Dans cet article, nous développerons trois notions fondamentales dans la compréhension de la relation enfant / animal. Tout d’abord nous étudierons les trois niveaux d’intensité de relation possibles, ensuite nous découvrirons les 5 groupes d’animaux les plus riches en termes d’interactions avec les enfants, et enfin les 3 grands cadenas que les animaux peuvent déverrouiller chez un enfant.

Cet article est disponible en format écrit et audio, à vous de choisir !

Cela faisait longtemps que je voulais vous parler de la relation enfant / animal vue par des chercheurs en communication, et donc du point de vue de la sociologie humaine, et non de la passion animale, ou de la recherche sur les animaux.

Voici donc ma lecture (et mon interprétation) de différents ouvrages, notamment les écrits de Béatrice GALINON-MELENEC (publication des Universités de Rouen et du Havre) et de Hubert MONTAGNER (chercheur à l’Université Bordeaux 2), « Homme / Animal : quelles relations ? Quelles communications ? « , cités dans cet article.

Lire aussi  » L’animal médiateur, pour une bonne éducation de l’enfant « 

L’échelle des relations homme animal : trois niveaux de proximité

En fait, il y a quatre, étant donnée l’existence d’un niveau zéro, comprenant l’animal sauvage, qui n’a pas d’interaction régulière avec l’homme, et par extension, tous les animaux qui ne seraient pas dans l’un des trois niveaux suivants.

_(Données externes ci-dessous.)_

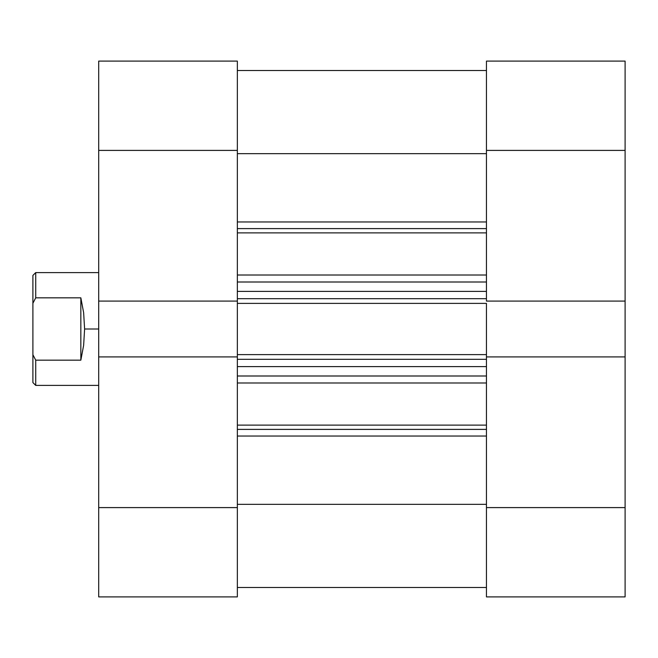 <?xml version="1.0" encoding="UTF-8"?>
<svg xmlns="http://www.w3.org/2000/svg" width="658" height="658" viewBox="0 0 658 658"><rect width="100%" height="100%" fill="white"/><g stroke="black" fill="none" stroke-linecap="round" stroke-linejoin="round"><path stroke-width="0.99" d="M486.451 61.104L486.451 301.084L625.1 301.084L625.1 61.104L486.451 61.104L486.451 301.084L625.1 301.084L625.1 150.402L486.451 150.402L625.1 150.402L625.1 61.104L486.451 61.104M486.451 356.916L486.451 596.896L625.1 596.896L625.1 301.084L625.1 356.916L486.451 356.916L486.451 507.598L625.1 507.598L625.1 356.916L486.451 356.916L486.451 354.613L486.451 357.516M625.1 596.896L486.451 596.896L486.451 507.598L625.1 507.598L625.1 596.896M237.349 596.896L237.349 356.916L98.7 356.916L98.7 596.896L237.349 596.896L237.349 356.916L98.7 356.916L98.7 507.598L237.349 507.598L98.7 507.598L98.7 596.896L237.349 596.896M237.349 301.084L237.349 61.104L98.7 61.104L98.7 356.916L98.7 301.084L237.349 301.084L237.349 150.402L98.7 150.402L98.7 301.084L237.349 301.084L237.349 357.516M98.7 61.104L237.349 61.104L237.349 150.402L98.7 150.402L98.7 61.104M486.451 228.606L237.349 228.606L486.451 228.606M237.349 221.96L486.451 221.96L237.349 221.96M486.451 429.394L237.349 429.394L486.451 429.394M237.349 425.117L486.451 425.117L237.349 425.117M486.451 382.997L237.349 382.997L486.451 382.997M237.349 300.484L237.349 303.387L486.451 303.387L486.451 354.613L237.349 354.613L237.349 303.387L486.451 303.387L486.451 354.613L237.349 354.613L237.349 356.916M486.451 300.484L486.451 301.084M237.349 153.651L486.451 153.651L237.349 153.651M486.451 504.349L237.349 504.349L486.451 504.349M237.349 436.04L486.451 436.04L237.349 436.04M486.451 232.883L237.349 232.883L486.451 232.883M237.349 275.003L486.451 275.003L237.349 275.003M237.349 375.998L486.451 375.998L237.349 375.998M486.451 366.596L237.349 366.596L486.451 366.596M237.349 359.317L486.451 359.317L237.349 359.317M237.349 282.002L486.451 282.002L237.349 282.002M237.349 298.683L486.451 298.683L237.349 298.683M486.451 291.404L237.349 291.404L486.451 291.404M98.7 272.601L35.721 272.601L32.9 275.422L32.9 303.272L35.721 297.827L35.721 272.601L35.721 297.827L80.844 297.827L83.64 312.723L84.602 329L98.7 329L84.602 329L83.64 345.277L80.844 360.173L35.721 360.173L35.721 385.399L35.721 360.173L32.9 354.728L32.9 382.578L35.721 385.399L98.7 385.399M32.9 275.422L32.9 382.578M35.721 360.173L80.844 360.173L80.844 297.827L35.721 297.827L32.9 303.272L32.9 354.728L35.721 360.173M80.844 360.173L83.64 345.277L84.602 329L83.64 312.723L80.844 297.827L80.844 360.173M237.349 70.496L486.451 70.496M237.349 587.504L486.451 587.504"/></g></svg>

Être dans une relation utilitaire avec son animal n'empêche pas l'attachement
Être dans une relation utilitaire avec son animal n’empêche pas l’attachement

Niveau 1 : la relation utilitaire

C’est l’échelon le plus « brut » ou « basique » dans la qualité des interactions. L’animal dit « utilitaire » est « utilisé » dans un objectif précis d’aider l’homme dans une tâche de son quotidien (transporter, garder, chasser) ou d’apporter une compétence que l’homme n’a pas (recherche olfactive pour les chiens et cochons, sens de l’orientation avec les pigeons voyageurs).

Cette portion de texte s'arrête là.